Re-Enchantment

The day dawned cold with a mix of sun and cloud. Now the late morning light is dimmed by a thickening overcast. Friday’s snow has melted as has most of the ice on the lakes and rivers, and we seem on the cusp of spring.

Even though the light is at best marginal, I spent the morning taking photographs. The sloughs and backwaters are filled with waterfowl and the lack of foliage makes capturing their images much easier than it will be in a month or so. For whatever reason the birds were plentiful and close enough to the road that I could photograph them with a 300 mm lens.

There was something enchanting about their presence, and their apparent willingness to be photographed. This sense of the magical set me to thinking about how we tell stories of place.

Many years ago I worked for the Soil Conservation Service in northern Virginia. Many Civil War battlefields were in my catchment area, and I frequently drove through them. Passing through the gently rolling grasslands sites, I found it difficult to picture the carnage that had  taken place some one hundred years earlier. Being pretty much on the Mason-Dixon line I had less trouble understanding that the meaning placed in these sites was still profoundly contested.

Many of our parks and monuments are dedicated to the memory of events that transpired generations ago, and are designed to reinforce politically dominant narratives. Yet I imagine  what makes a place sacred or enchanted is personal story rather than grand narrative.

I believe we are most likely to care passionately about places that hold our most dear memories. This was brought home to me sometime in my late thirties when I climbed a steep trail through the woods of Clifty Falls State Park near Madison, Indiana, with my aging father who was determined to find the remnants of his childhood farm.

When we finally arrived at the site I could see few markers that might indicate former settlement. I vaguely remember the remains of a cellar hole and a crumbled foundation obscured by erosion and undergrowth. My father, on the other hand, easily packed out many details and led me on a lengthy tour of the place. For him, the old farmstead, long ruined and mostly returned to the land, was still was a place of enchantment.

We are living through a period of disenchantment, a time when potential short-term economic gain trumps ecological or cultural value and results in the loss of dear places. Often the legal and public relations battles over these places are carried out in abstract and grossly economic terms, a contest seemingly devoid of personal story and conversation about the sacred nature of lived experience.

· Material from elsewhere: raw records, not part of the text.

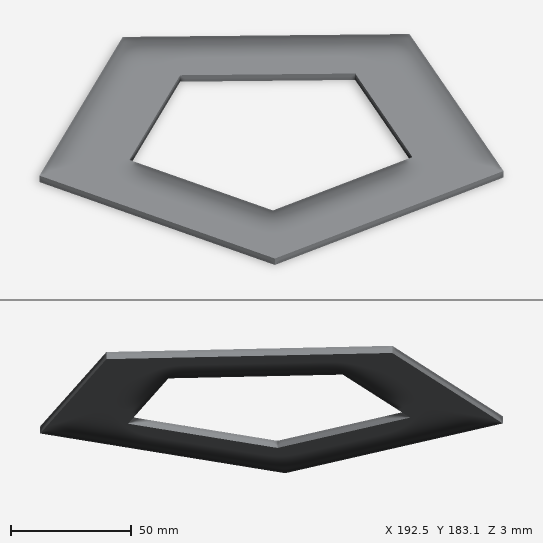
import cadquery as cq
import math

outer_width = 192.5
opening_width = 117.5
thickness = 3.0

SIDES = 5
WIDEST_CORNER_ANGLE = 18


def regular_pentagon(width):
    """Corners of a regular pentagon, one pointing along +Y, centred on the origin."""
    radius = width / (2 * math.cos(math.radians(WIDEST_CORNER_ANGLE)))
    corners = []
    for i in range(SIDES):
        angle = math.pi / 2 + i * 2 * math.pi / SIDES
        corners.append((radius * math.cos(angle), radius * math.sin(angle)))
    return corners


def pentagon_plate(width):
    return cq.Workplane("XY").polyline(regular_pentagon(width)).close().extrude(thickness)


result = pentagon_plate(outer_width).cut(pentagon_plate(opening_width))
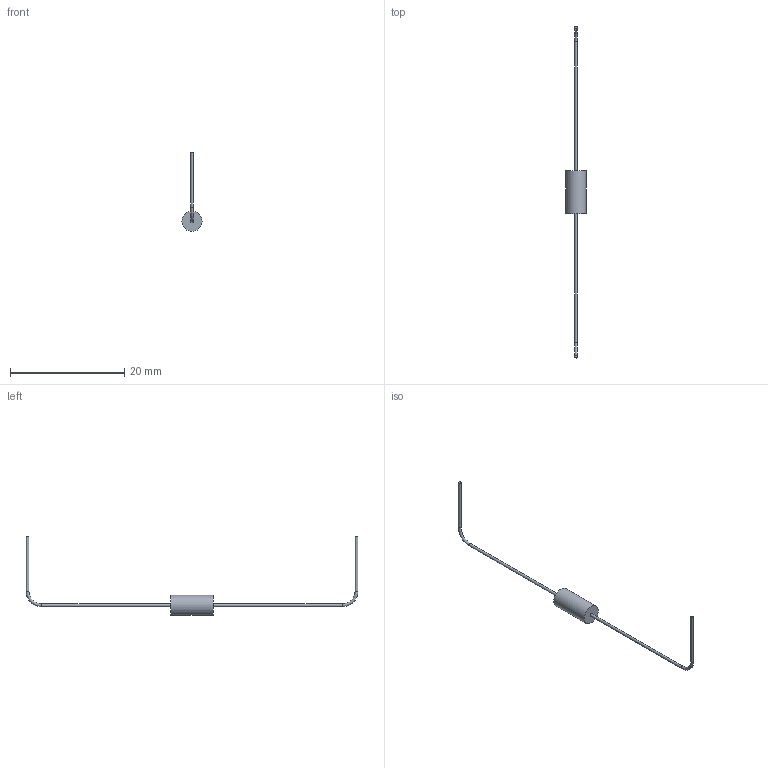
import cadquery as cq

body_diameter = 3.5
body_length = 7.5

lead_diameter = 0.5
lead_span = 58.0
lead_tip_height = 12.0
bend_radius = 2.5

leg_y = (lead_span - lead_diameter) / 2
bend_start_y = leg_y - bend_radius


def make_body():
    """Solid cylinder centred on the origin, lying along Y."""
    end_plane = cq.Workplane("XZ", origin=(0, body_length / 2, 0))
    return end_plane.circle(body_diameter / 2).extrude(body_length)


def make_lead():
    """Round wire from the body centre along +Y, bent up to a vertical leg."""
    centreline = (
        cq.Workplane("YZ")
        .lineTo(bend_start_y, 0)
        .tangentArcPoint((leg_y, bend_radius), relative=False)
        .lineTo(leg_y, lead_tip_height)
    )
    return cq.Workplane("XZ").circle(lead_diameter / 2).sweep(centreline)


lead = make_lead()
opposite_lead = lead.mirror("XZ")

result = make_body().union(lead).union(opposite_lead)

Even the ecological and natural history literature is very often devoid of truly intimate experiences. When I taught “The Ecology of Place” I usually had students read two books about Cape Cod. The first book was The Outermost House by Henry Beston. The book, published in 1928, is Beston’s often mystical, always personal story of living a year in a tiny cabin on the dunes near Eastham.

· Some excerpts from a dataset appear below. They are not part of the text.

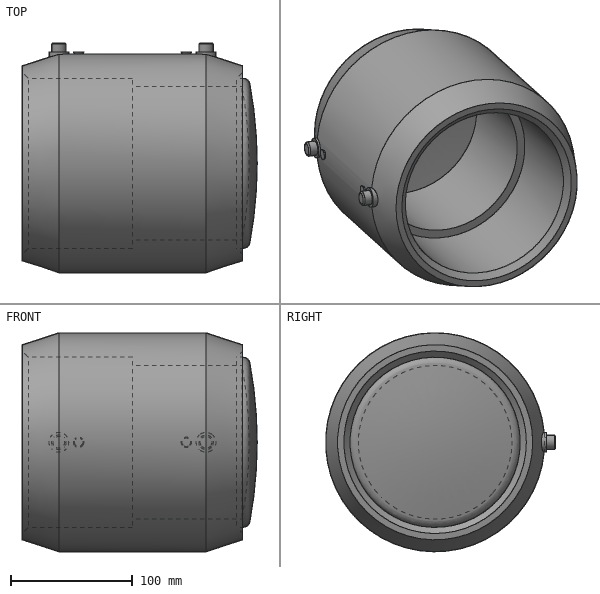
import cadquery as cq

sleeve_radius = 90.0
sleeve_length = 181.0
end_radius = 80.0
taper_length = 30.1
bore_radius = 69.9
bore_chamfer = 5.0

total_length = 193.0
plug_start = sleeve_length / 2
plug_inner_radius = 63.1
plug_wall = bore_radius - plug_inner_radius
plug_edge_radius = 5.8
dome_height = 7.0
dome_base = total_length - dome_height

terminal_top = 99.0
terminal_radius = 6.0
terminal_chamfer = 1.2
collar_radius = 8.1
collar_top = 91.5
fitting_root = sleeve_radius - 5.0
indicator_radius = 4.2
indicator_base_radius = 3.0
indicator_inset = 46.3
indicator_root = sleeve_radius - 0.8


def make_sleeve():
    """Tube with tapered ends and chamfered bore mouths."""
    mouth_radius = bore_radius + bore_chamfer
    profile = (
        cq.Workplane("XY")
        .moveTo(0, mouth_radius)
        .lineTo(0, end_radius)
        .lineTo(taper_length, sleeve_radius)
        .lineTo(sleeve_length - taper_length, sleeve_radius)
        .lineTo(sleeve_length, end_radius)
        .lineTo(sleeve_length, mouth_radius)
        .lineTo(sleeve_length - bore_chamfer, bore_radius)
        .lineTo(bore_chamfer, bore_radius)
        .close()
    )
    return profile.revolve(360, (0, 0, 0), (1, 0, 0))


def make_plug():
    """Hollow plug with a shallow spherical dome blended into its side by a fillet."""
    outer_dome = (bore_radius**2 + dome_height**2) / (2 * dome_height)
    inner_dome = outer_dome - plug_wall
    inner_apex = total_length - plug_wall
    dome_center = total_length - outer_dome
    inner_corner = dome_center + (inner_dome**2 - plug_inner_radius**2) ** 0.5
    outside = (
        cq.Workplane("XY")
        .moveTo(plug_start, 0)
        .lineTo(plug_start, bore_radius)
        .lineTo(dome_base, bore_radius)
        .radiusArc((total_length, 0), outer_dome)
        .close()
        .revolve(360, (0, 0, 0), (1, 0, 0))
    )
    outside = outside.faces("%CYLINDER").edges("%CIRCLE").edges(">X").fillet(plug_edge_radius)
    cavity = (
        cq.Workplane("XY")
        .moveTo(plug_start, 0)
        .lineTo(plug_start, plug_inner_radius)
        .lineTo(inner_corner, plug_inner_radius)
        .radiusArc((inner_apex, 0), inner_dome)
        .close()
        .revolve(360, (0, 0, 0), (1, 0, 0))
    )
    return outside.cut(cavity)


def make_terminal(x):
    """Stepped round pin standing on the sleeve."""
    profile = (
        cq.Workplane("XY")
        .moveTo(x, fitting_root)
        .lineTo(x + collar_radius, fitting_root)
        .lineTo(x + collar_radius, collar_top)
        .lineTo(x + terminal_radius, collar_top)
        .lineTo(x + terminal_radius, terminal_top - terminal_chamfer)
        .lineTo(x + terminal_radius - terminal_chamfer, terminal_top)
        .lineTo(x, terminal_top)
        .close()
    )
    return profile.revolve(360, (x, 0, 0), (x, 1, 0))


def make_indicator(x):
    """Low round button that widens towards its top."""
    profile = (
        cq.Workplane("XY")
        .moveTo(x, indicator_root)
        .lineTo(x + indicator_base_radius, indicator_root)
        .lineTo(x + indicator_radius, collar_top)
        .lineTo(x, collar_top)
        .close()
    )
    return profile.revolve(360, (x, 0, 0), (x, 1, 0))


result = make_sleeve().union(make_plug())
for terminal_x in (taper_length, sleeve_length - taper_length):
    result = result.union(make_terminal(terminal_x))
for indicator_x in (indicator_inset, sleeve_length - indicator_inset):
    result = result.union(make_indicator(indicator_x))

The second book, published in 2003, was The Salt House, Cynthia Huntington’s engaging narrative about the beginning of her marriage and a summer spent with her new husband in a minuscule cabin not far from Beston’s former abode. Huntington’s book, while deeply influenced by Beston, is a thoroughly human recounting of a life lived in the flesh, and the myriad ways being human, in all of its complexity, can lead to moments and places of pure enchantment.  Near the end of the book, Huntington and her husband make love in the dunes, a moment that may result in their first child, and one that forever marks that place as sacred.

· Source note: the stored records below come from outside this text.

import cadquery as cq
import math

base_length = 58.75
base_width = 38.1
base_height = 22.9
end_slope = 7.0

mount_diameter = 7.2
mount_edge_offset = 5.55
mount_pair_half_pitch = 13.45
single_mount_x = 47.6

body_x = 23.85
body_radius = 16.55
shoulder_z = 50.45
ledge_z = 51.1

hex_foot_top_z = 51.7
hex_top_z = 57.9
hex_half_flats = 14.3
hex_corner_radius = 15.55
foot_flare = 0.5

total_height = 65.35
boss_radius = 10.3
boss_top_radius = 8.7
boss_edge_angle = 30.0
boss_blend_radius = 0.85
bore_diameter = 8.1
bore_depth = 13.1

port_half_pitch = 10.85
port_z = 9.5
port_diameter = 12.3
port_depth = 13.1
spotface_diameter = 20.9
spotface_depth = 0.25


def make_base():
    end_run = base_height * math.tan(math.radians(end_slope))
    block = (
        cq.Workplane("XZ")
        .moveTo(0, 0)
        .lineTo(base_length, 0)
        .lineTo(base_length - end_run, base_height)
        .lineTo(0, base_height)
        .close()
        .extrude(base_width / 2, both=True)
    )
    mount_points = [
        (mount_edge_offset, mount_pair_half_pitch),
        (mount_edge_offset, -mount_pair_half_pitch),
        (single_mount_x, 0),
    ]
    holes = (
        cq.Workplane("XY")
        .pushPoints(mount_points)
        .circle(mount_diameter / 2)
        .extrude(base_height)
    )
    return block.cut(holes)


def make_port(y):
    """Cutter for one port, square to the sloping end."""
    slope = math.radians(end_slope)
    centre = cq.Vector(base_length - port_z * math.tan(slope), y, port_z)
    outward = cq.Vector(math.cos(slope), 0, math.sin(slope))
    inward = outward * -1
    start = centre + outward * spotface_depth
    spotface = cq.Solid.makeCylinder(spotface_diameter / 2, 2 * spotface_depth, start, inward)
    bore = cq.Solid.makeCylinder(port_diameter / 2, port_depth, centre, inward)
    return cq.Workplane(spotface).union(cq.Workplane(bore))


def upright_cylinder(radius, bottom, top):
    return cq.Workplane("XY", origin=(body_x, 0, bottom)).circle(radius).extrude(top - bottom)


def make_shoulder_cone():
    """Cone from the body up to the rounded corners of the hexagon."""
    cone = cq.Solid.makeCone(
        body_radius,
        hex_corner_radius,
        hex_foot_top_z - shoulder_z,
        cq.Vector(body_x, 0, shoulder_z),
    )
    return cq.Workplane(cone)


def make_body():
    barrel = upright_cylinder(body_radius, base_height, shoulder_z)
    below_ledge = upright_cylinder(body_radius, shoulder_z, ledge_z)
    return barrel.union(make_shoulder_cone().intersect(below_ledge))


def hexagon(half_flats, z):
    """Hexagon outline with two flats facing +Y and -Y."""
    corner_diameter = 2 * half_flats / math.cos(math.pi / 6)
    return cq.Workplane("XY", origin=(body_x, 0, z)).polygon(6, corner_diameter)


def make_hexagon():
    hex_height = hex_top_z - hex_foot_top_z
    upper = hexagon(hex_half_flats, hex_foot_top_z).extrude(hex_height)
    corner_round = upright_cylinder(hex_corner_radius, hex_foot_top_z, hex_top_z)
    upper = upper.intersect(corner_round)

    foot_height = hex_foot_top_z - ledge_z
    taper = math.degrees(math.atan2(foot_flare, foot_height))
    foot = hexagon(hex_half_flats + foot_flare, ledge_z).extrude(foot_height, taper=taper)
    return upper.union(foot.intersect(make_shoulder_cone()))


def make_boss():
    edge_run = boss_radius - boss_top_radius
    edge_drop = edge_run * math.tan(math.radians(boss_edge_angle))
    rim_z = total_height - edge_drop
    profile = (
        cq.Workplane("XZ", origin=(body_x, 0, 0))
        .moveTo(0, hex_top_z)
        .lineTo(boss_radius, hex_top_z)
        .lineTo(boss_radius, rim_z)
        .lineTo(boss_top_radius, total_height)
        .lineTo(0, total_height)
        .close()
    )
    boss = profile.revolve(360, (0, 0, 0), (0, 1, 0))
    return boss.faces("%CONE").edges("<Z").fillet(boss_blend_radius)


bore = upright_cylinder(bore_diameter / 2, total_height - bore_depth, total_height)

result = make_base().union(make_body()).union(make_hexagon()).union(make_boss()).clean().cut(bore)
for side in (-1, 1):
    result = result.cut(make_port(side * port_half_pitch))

Although representing very different historical times and gendered experiences, these books share a deep and abiding love of the Cape, and argue for the personal as essential to the experience of enchantment and the preservation of place.

Are there places and moments that are enchanted for you? Would you be willing to share one with us?

 

9 thoughts on “Re-Enchantment

  1. On my last day living in a small beach house on the Oregon Coast, I got my dog and he and I went to take our last walk on the beach in Rockaway. On a large piece of driftwood, there was a shell. Everything was wet since it was very early in the morning. The driftwood wasn’t there the day before. The shell, I felt, was a gift to say good bye. I still have the shell and the memory. It was enchanted.

  2. I hadn’t seen Yogi, my affectionate term for the black bear that lives in the woods behind us, in a while and was wondering how he was doing. Saturday evening Yogi strolled down the hill, looking healthy, straight up to the door to say hi happy spring you have a picnic basket? 🙂 I was happy to see him.

  3. My husband and I only had time to hike an hour in and an hour back on a trail up in the Adirondacks. We reached a clearing in the woods that was filled with a swarm of butterflies unfurling their new forms. They covered fallen logs and fluttered in swirls. Magic.

    1. Jadi, it seems a sad state of affairs that Jennie and I seldom make it across the lake to the Adirondacks. Yet, the trip is actually quite time consuming and we must carefully plan our trips over. That aid, there is no doubt the mountains are magical.